The type of support for beams refers to how and what a builder uses to reinforce or attach the beam to other structures. Builders can attach supports at the ends, middle, or anywhere along a beam's horizontal line. There are four common types of support:

  • Fixed supports: A fixed support is rigid and prevents the beam from rotating or moving horizontally or vertically. An example is a beam attached directly to a wall.

  • Pinned supports: Pinned or hinged supports allow a beam to rotate or pivot but not move vertically or horizontally. Bridges and trusses often require pinned supports.

  • Roller supports: Roller supports can resist vertical loads, but they can't resist horizontal force, so they typically require a second support like a hinge support. Roller supports are common on one end of long bridges, as they can resist extreme temperature changes that can cause expansion and contraction of girders or beams.

  • Simple supports: Simple supports can't resist horizontal loads but can resist vertical forces. For example, a beam placed on another structure like a concrete column only has the support from the vertical force of the columns, which is why builders rarely use these supports.

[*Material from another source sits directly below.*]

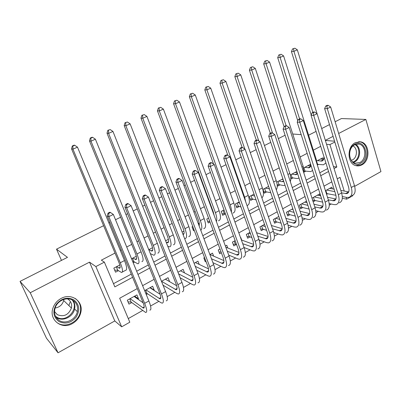 <?xml version="1.0" encoding="UTF-8"?>
<svg xmlns="http://www.w3.org/2000/svg" width="401" height="401" viewBox="0 0 401 401"><rect width="100%" height="100%" fill="white"/><g stroke="black" fill="none" stroke-linecap="round" stroke-linejoin="round"><path stroke-width="0.6" d="M72.441 323.547C76.877 320.965 79.669 317.256 80.822 312.414C83.639 301.412 71.443 292.524 61.142 298.434C57.313 300.539 54.631 303.622 53.107 307.677C48.351 319.552 61.599 330.148 72.441 323.547M361.862 164.851C370.815 160.545 369.597 142.601 360.223 141.784L355.291 142.696C346.574 146.711 347.201 164.069 356.058 165.678C358.028 166.149 359.963 165.874 361.862 164.851M137.262 288.59L119.663 298.244L129.809 322.209L121.668 326.825L95.869 266.57L104.37 262.139L114.851 286.885L132.591 277.302M114.801 320.94L89.508 262.144L30.245 292.75L20.05 281.382L46.486 338.254L58.03 352.8L114.801 320.94L121.668 326.825M354.659 186.345L380.95 171.588L365.852 119.433L338.675 133.468M352.614 195.362L352.735 195.753L346.715 199.167L346.143 197.302M342.319 198.284L346.715 199.167M128.28 318.594L142.555 310.534M150.575 306.008L158.876 301.326M167.202 296.625L174.856 292.304M183.478 287.437L190.52 283.462M199.417 278.439L205.863 274.8M215.031 269.627L220.906 266.314M230.324 260.996L235.653 257.988M245.312 252.535L250.109 249.828M260.003 244.244L264.289 241.823M274.404 236.119L278.199 233.973M288.519 228.149L291.843 226.274M302.369 220.334L305.236 218.715M315.948 212.665L318.379 211.297M329.271 205.147L331.276 204.014M30.245 292.75L58.03 352.8M335.131 121.749L341.431 118.556L365.852 119.433M119.779 264.986L113.829 268.129L115.533 272.189L118.4 270.67M136.32 256.254L131.553 258.77M152.525 247.698L148.771 249.683M168.4 239.317L165.618 240.785M183.954 231.106L182.109 232.079M199.202 223.056L198.254 223.557M192.751 226.46L192.039 226.836L193.528 230.77L194.239 230.395M208.55 218.119L206.776 219.056L208.229 222.966L209.999 222.024M224.029 209.949L221.232 211.422L222.645 215.307L225.141 213.984M239.191 201.944L235.417 203.934L236.79 207.793L239.242 206.495M254.049 194.099L249.332 196.59L250.67 200.425L253.076 199.147M268.61 186.41L262.991 189.377L264.299 193.187L266.655 191.939M282.885 178.871L276.675 182.154M296.885 171.483L290.264 174.976M310.63 166.049L310.133 164.49L303.597 167.939M326.589 194.35L327.787 193.683M320.098 195.753L319.532 193.989L312.038 198.134L313.211 201.783L315.402 200.565M306.544 201.167L299.362 205.137L300.57 208.806L302.795 207.568M292.815 208.751L286.454 212.269L287.692 215.959L289.963 214.7M278.82 216.485L273.312 219.527L274.585 223.242L276.896 221.959M264.55 224.37L259.928 226.926L261.231 230.66L263.587 229.352M249.988 232.415L246.294 234.46L247.633 238.219L250.029 236.886M235.136 240.62L232.4 242.134L233.778 245.918L236.219 244.56M219.984 248.996L218.244 249.958L219.658 253.763L221.392 252.795M204.515 257.542L203.818 257.928L205.267 261.758L205.964 261.367M165.428 279.176L169.543 281.602M150.19 287.557L154.21 290.123L153.904 290.294M146.255 294.545L147.583 293.803M332.379 188.856L331.853 187.182L325.447 190.726M241.688 240.069L240.765 237.512L240.545 237.638M227.778 247.998L226.771 245.247L225.377 246.013M213.623 256.109L212.505 253.126L209.898 254.57M199.207 264.409L197.969 261.161L194.099 263.297M184.535 272.911L183.147 269.352L177.959 272.214M169.578 281.582L168.034 277.703L161.478 281.322M154.21 290.123L152.621 286.219L144.641 290.625M137.949 299.156L138.53 298.835L136.896 294.905L127.312 300.199L128.972 304.143L131.774 302.59M320.715 146.32L313.316 150.154M307.151 153.357L300.133 156.997M293.326 160.53L286.705 163.969M279.226 167.849L273.016 171.072M264.845 175.312L259.066 178.315M250.174 182.926L244.841 185.693M235.202 190.696L230.339 193.222M219.923 198.625L215.548 200.896M210.244 203.648L209.883 203.838M204.33 206.715L200.46 208.726M195.162 211.477L193.954 212.104M188.41 214.981L185.067 216.715M179.778 219.457L177.678 220.55M172.149 223.417L169.362 224.866M164.084 227.603L161.057 229.177M155.538 232.039L153.327 233.187M148.064 235.918L144.074 237.988M138.571 240.846L136.962 241.683M131.713 244.404L126.716 246.996M121.227 249.843L120.25 250.354M115.017 253.071L101.348 260.164L104.37 262.139M113.493 283.677L131.277 274.119M136.671 271.221L148.325 264.956M153.738 262.048L165.011 255.988M170.44 253.066L181.352 247.206M186.791 244.279L197.347 238.605M202.806 235.673L213.016 230.184M218.485 227.247L228.369 221.933M233.843 218.991L243.407 213.848M248.891 210.901L258.149 205.924M263.637 202.976L272.6 198.159M278.093 195.207L286.765 190.54M292.264 187.588L300.66 183.077M306.158 180.119L314.284 175.748M319.782 172.796L327.652 168.565M323.156 159.342L322.69 157.859L316.685 161.027M317.331 165.027L318.549 164.375M304.048 172.079L305.928 171.082M290.775 179.026L293.076 177.909M277.131 184.48L277.672 186.089L279.988 184.856M133.212 262.8L134.571 262.079M20.05 281.382L67.478 257.357L56.511 249.161L61.473 260.394M56.511 249.161L103.598 225.693M108.932 223.036L109.929 222.54M115.523 219.753L120.611 217.217M125.959 214.55L127.598 213.733M133.207 210.936L137.272 208.911M142.636 206.239L144.886 205.117M150.51 202.315L153.593 200.781M158.966 198.099L161.803 196.685M167.438 193.878L169.578 192.811M174.961 190.129L178.36 188.435M184.004 185.623L185.237 185.006M190.63 182.32L194.57 180.355M200.224 177.538L200.59 177.357M205.989 174.666L210.445 172.445M221.036 167.162L225.989 164.696M235.793 159.809L241.217 157.107M250.259 152.601L256.139 149.668M264.449 145.528L270.765 142.38M278.369 138.591L285.096 135.237M89.508 262.144L95.869 266.57M326.559 144.28L329.923 144.591L334.82 142.039M325.371 140.435L334.564 141.207M333.086 136.355L325.346 140.35M308.6 135.192L316.068 131.408M321.702 128.556L329.497 124.606M301.196 134.646L292.735 134.009M344.218 191.046L340.003 177.347L337.246 178.861M331.792 181.853L323.993 186.129M318.539 189.122L310.484 193.543M305.036 196.535L296.715 201.096M291.266 204.089L282.67 208.806M277.226 211.793L268.349 216.665M262.911 219.648L253.738 224.68M248.304 227.663L238.826 232.861M233.402 235.838L223.613 241.207M218.199 244.179L208.084 249.728M202.68 252.695L192.229 258.429M186.836 261.387L176.034 267.312M170.661 270.264L159.498 276.389M154.139 279.327L142.601 285.657M334.053 168.52L336.825 167.022L329.923 144.591M137.974 274.394L149.603 268.119M155.007 265.201L166.255 259.126M171.673 256.199L182.555 250.324M187.989 247.392L198.52 241.703M203.964 238.765L214.159 233.262M219.613 230.314L229.477 224.991M234.936 222.039L244.485 216.886M249.953 213.928L259.196 208.941M264.675 205.984L273.617 201.157M279.096 198.194L287.753 193.518M293.241 190.555L301.622 186.034M307.111 183.072L315.221 178.691M320.71 175.723L328.559 171.488M333.447 166.555L336.825 167.022M134.691 296.123L138.53 298.835M317.381 160.661L321.752 161.072C323.351 160.631 324.068 159.117 323.898 156.53M320.509 159.012L323.587 159.392M325.898 162.941L323.462 164.801L317.106 164.285M311.196 114.977L291.452 51.619L292.54 48.922L294.89 48.2L292.54 48.922M294.89 48.2L297.326 49.829L317.056 113.668M297.326 49.829L293.918 51.338L312.87 112.35M293.527 48.802L293.918 51.338L291.452 51.619M316.905 162.134L317.572 164.245M328.198 105.353L327.121 105.343L325.777 106.004L326.855 106.014L328.198 105.353L330.665 107.002L327.301 108.666L351.281 187.493C352.71 193.001 351.867 196.3 348.75 197.397L346.664 197.402L342.314 196.545M335.933 195.287L326.324 193.518M329.712 188.365L334.073 189.172M340.82 190.42L348.72 191.879M326.645 190.059L334.835 191.613M341.582 192.896L346.86 193.633C348.95 192.896 349.512 190.691 348.549 187.016L324.62 108.621L325.777 106.004M330.665 107.002L354.479 185.703C355.898 191.202 355.04 194.505 351.903 195.613M326.855 106.014L327.301 108.666L324.62 108.621M325.853 190.495L326.8 193.488M354.93 144.129C364.865 138.395 370.669 158.335 360.619 163.272C350.765 169.267 344.644 149.072 354.93 144.129M359.903 162.505C367.045 159.092 366.118 144.796 358.659 144.074L354.639 144.801C347.647 148.034 348.198 161.949 355.326 163.177L359.903 162.505M352.995 145.964C357.757 148.029 357.451 157.493 352.564 159.834L351.316 160.32M355.817 165.613L361.035 164.676C369.917 160.41 368.709 142.611 359.406 141.794L358.619 141.723M73.909 299.898C79.368 304.394 80.17 310.058 76.315 316.895C71.223 322.99 65.403 324.514 58.867 321.477C53.253 317.001 52.416 311.276 56.356 304.304C61.604 298.194 67.458 296.725 73.909 299.898M59.178 320.404C65.508 324.65 75.834 319.582 77.338 311.637C78.215 306.83 76.802 303.101 73.092 300.449C67.293 296.404 57.473 300.379 55.168 307.848C53.659 313.241 54.997 317.427 59.178 320.404M63.869 299.382L63.674 300.529C62.366 304.81 59.508 307.306 55.112 308.018M67.373 298.83L68.13 299.256C71.047 301.346 72.14 304.274 71.413 308.048C68.536 314.965 63.844 317.181 57.333 314.69L54.511 311.537M68.887 305.592L70.03 302.244M57.744 323.086C65.679 328.389 78.561 321.923 80.3 312.003C81.303 306.224 79.604 301.707 75.213 298.439M304.725 167.342L309.011 167.819L310.996 165.423M307.913 165.663L310.82 166.079M312.605 170.48L310.745 171.583L304.048 171.006M297.783 120.816L277.708 57.694L278.775 54.982L281.131 54.265L278.775 54.982M281.131 54.265L283.592 55.909L316.274 159.533L317.106 164.305M283.592 55.909L280.119 57.443L299.592 118.886M279.743 54.877L280.119 57.443L277.708 57.694M303.943 167.753L304.966 170.931M291.843 174.144L296.038 174.696L297.552 173.523M295.086 172.435L297.316 172.796M299.001 177.974L297.793 178.49L296.339 178.48L292.134 177.738L290.74 177.849M284.093 126.746L263.693 63.889L264.75 61.163L267.111 60.446L264.75 61.163M267.111 60.446L269.592 62.105L303.171 166.435L303.923 173.197M269.592 62.105L266.048 63.674L286.139 125.774M265.693 61.072L266.048 63.674L263.693 63.889M291.086 174.545L292.134 177.738M278.72 181.072L281.913 181.678L283.692 181.302M282.023 179.327L283.106 179.528M285.056 185.402L283.181 185.493L279.061 184.676L277.241 184.801M270.304 133.292L249.407 70.205L250.445 67.463L252.81 66.746L250.445 67.463M252.81 66.746L255.317 68.426L289.823 173.463C290.9 176.871 291.061 179.593 290.299 181.628M255.317 68.426L251.703 70.025L272.525 133.082M251.362 67.383L251.703 70.025L249.407 70.205M277.988 181.458L279.061 184.676M265.357 188.129L269.427 188.816M270.755 192.731L265.753 191.738L263.838 191.853M256.314 140.175L234.841 76.646L235.858 73.889L238.224 73.177L235.858 73.889M238.224 73.177L240.755 74.872L276.219 180.63C277.552 184.846 277.572 187.909 276.279 189.818M240.755 74.872L237.066 76.501L258.8 140.972M236.75 73.824L237.066 76.501L234.841 76.646M264.65 188.5L265.753 191.738M314.62 112.034L313.567 112.009L312.194 112.686L313.246 112.711L314.62 112.034L317.111 113.704L313.682 115.398L338.334 194.751C339.817 200.289 339.035 203.583 335.998 204.625L333.953 204.595L329.186 203.563M322.675 202.144L314.434 200.355L312.78 200.435M317.356 195.192L320.69 195.878M327.512 197.272L335.928 198.996M314.234 196.921L321.512 198.45M328.334 199.878L334.093 200.826C336.128 200.124 336.65 197.924 335.652 194.229L311.051 115.318L312.194 112.686M317.111 113.704L341.592 192.926C343.066 198.455 342.269 201.748 339.206 202.806M313.246 112.711L313.682 115.398L311.051 115.318M313.462 197.342L314.434 200.355M300.775 118.851L299.742 118.811L298.344 119.498L299.377 119.543L300.775 118.851L303.286 120.536L299.788 122.265L325.141 202.149C326.68 207.718 325.963 210.996 323.005 211.989L321.006 211.923L315.782 210.675M301.011 214.144L307.828 215.618C309.752 214.991 310.179 212.806 309.111 209.066L301.843 207.342L300.108 207.412M304.775 202.144L307.026 202.65M313.928 204.214L322.88 206.239M301.597 203.903L307.908 205.362M314.815 206.966L321.081 208.154C323.066 207.487 323.542 205.292 322.509 201.578L297.211 122.145L298.344 119.498M303.286 120.536L328.464 200.284C329.988 205.843 329.256 209.132 326.274 210.134M299.377 119.543L299.788 122.265L297.211 122.145M300.85 204.315L301.843 207.342M286.655 125.804L285.642 125.749L284.219 126.45L285.226 126.51L286.655 125.804L289.191 127.508L285.622 129.272L311.692 209.688C313.286 215.287 312.645 218.555 309.767 219.492L307.813 219.392L302.088 217.888M295.251 216.089L289.031 214.455L287.206 214.51M291.968 209.222L293.061 209.492M300.053 211.237L309.582 213.608M288.73 211.011L294.013 212.36M309.111 209.066L283.106 129.107L284.219 126.45M289.191 127.508L315.081 207.788C316.655 213.377 315.998 216.65 313.101 217.603M285.226 126.51L285.622 129.272L283.106 129.107M288.013 211.407L289.031 214.455M272.249 132.896L271.261 132.821L269.808 133.538L270.795 133.613L272.249 132.896L274.81 134.616L271.171 136.415L297.988 217.372C299.632 223.001 299.061 226.259 296.274 227.141L294.369 227.001L288.093 225.187M281.086 223.167L275.983 221.693L274.068 221.743M285.878 218.329L296.023 221.111M275.627 218.249L279.818 219.422M286.915 221.412L294.319 223.232C296.184 222.635 296.565 220.46 295.457 216.705L268.71 136.21L269.808 133.538M274.81 134.616L301.437 215.437C303.071 221.056 302.484 224.319 299.672 225.217M270.795 133.613L271.171 136.415L268.71 136.21M274.936 218.63L275.983 221.693M251.743 195.317L254.715 196.029M256.054 199.888L252.194 198.931L250.189 199.036M242.149 147.468L219.979 83.218L220.981 80.446L223.352 79.734L220.981 80.446M223.352 79.734L225.903 81.448L262.359 187.934C263.953 193.001 263.788 196.295 261.858 197.803M225.903 81.448L222.139 83.112L244.836 149.052M221.843 80.395L222.139 83.112L219.979 83.218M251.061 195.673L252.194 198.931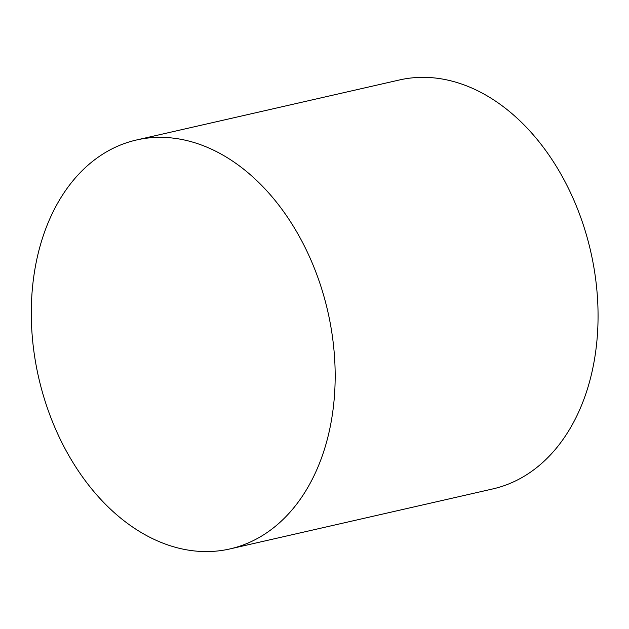 <?xml version="1.0" encoding="UTF-8"?>
<svg xmlns="http://www.w3.org/2000/svg" width="629" height="629" viewBox="0 0 629 629"><rect width="100%" height="100%" fill="white"/><g stroke="black" fill="none" stroke-linecap="round" stroke-linejoin="round"><path stroke-width="0.94" d="M136.54 139.976L399.431 79.969A209.74 148.31 77.1 0 1 590.694 251.443A209.74 148.31 77.1 0 1 492.782 488.93L229.892 548.936A209.74 148.31 77.1 0 1 123.095 520.049A209.74 148.31 77.1 0 1 31.45 303.406A209.74 148.31 77.1 0 1 136.54 139.976A209.74 148.31 77.1 0 1 327.803 311.449A209.74 148.31 77.1 0 1 229.892 548.936"/></g></svg>

Examples of beams classified by one of these support types include:

Simply supported beams

These beams have no restrictions against horizontal movement as they simply rest on two supports, like concrete columns. Simple support systems often use roller and pinned supports on both ends, so they still allow for horizontal movement. Also called free support beams, professionals can use these beams to build earthquake-resistant buildings and suspension bridges.

Cantilever beams

This structural element extends horizontally and has one end that contractors fix to the rest of the structure, while its other end is free. Builders often attach these beams to a secure wall. They use cantilever beams in the construction of certain types of bridges, bay windows, and balconies.

Continuous beam

These beams have over two points of fixed support and are typically longer than other beams. Because they have multiple support areas, they offer more stability if one support fails. Professionals can use these beams for bridges, rooftop extensions, and multi-floor buildings, especially in earthquake-prone areas.

Fixed-end beam

Fixed-end or built-in beams are beams contractors fix at both ends so they can't move vertically, horizontally, or rotate. This provides extreme stability for the structure. Professionals often use fixed-end beams for buildings, bridges, raised walkways, trusses, and column-like structures.

Overhanging beam

Builders attach overhanging beams at two immobile support points, leaving at least one end hanging past its support structure. Professionals can use overhanging beams for balconies and roof extensions, for residential homes, apartment buildings, and hotels. Architects often use overhanging beams to create unique artistic elements.

Double overhanging beam

A double overhanging beam has both ends extending past its fixed support point. The support area is typically in the middle of the beam, like a support wall. Professionals may use these beams where a higher floor extends past a lower one, like in enclosed balconies or buildings with glass floors.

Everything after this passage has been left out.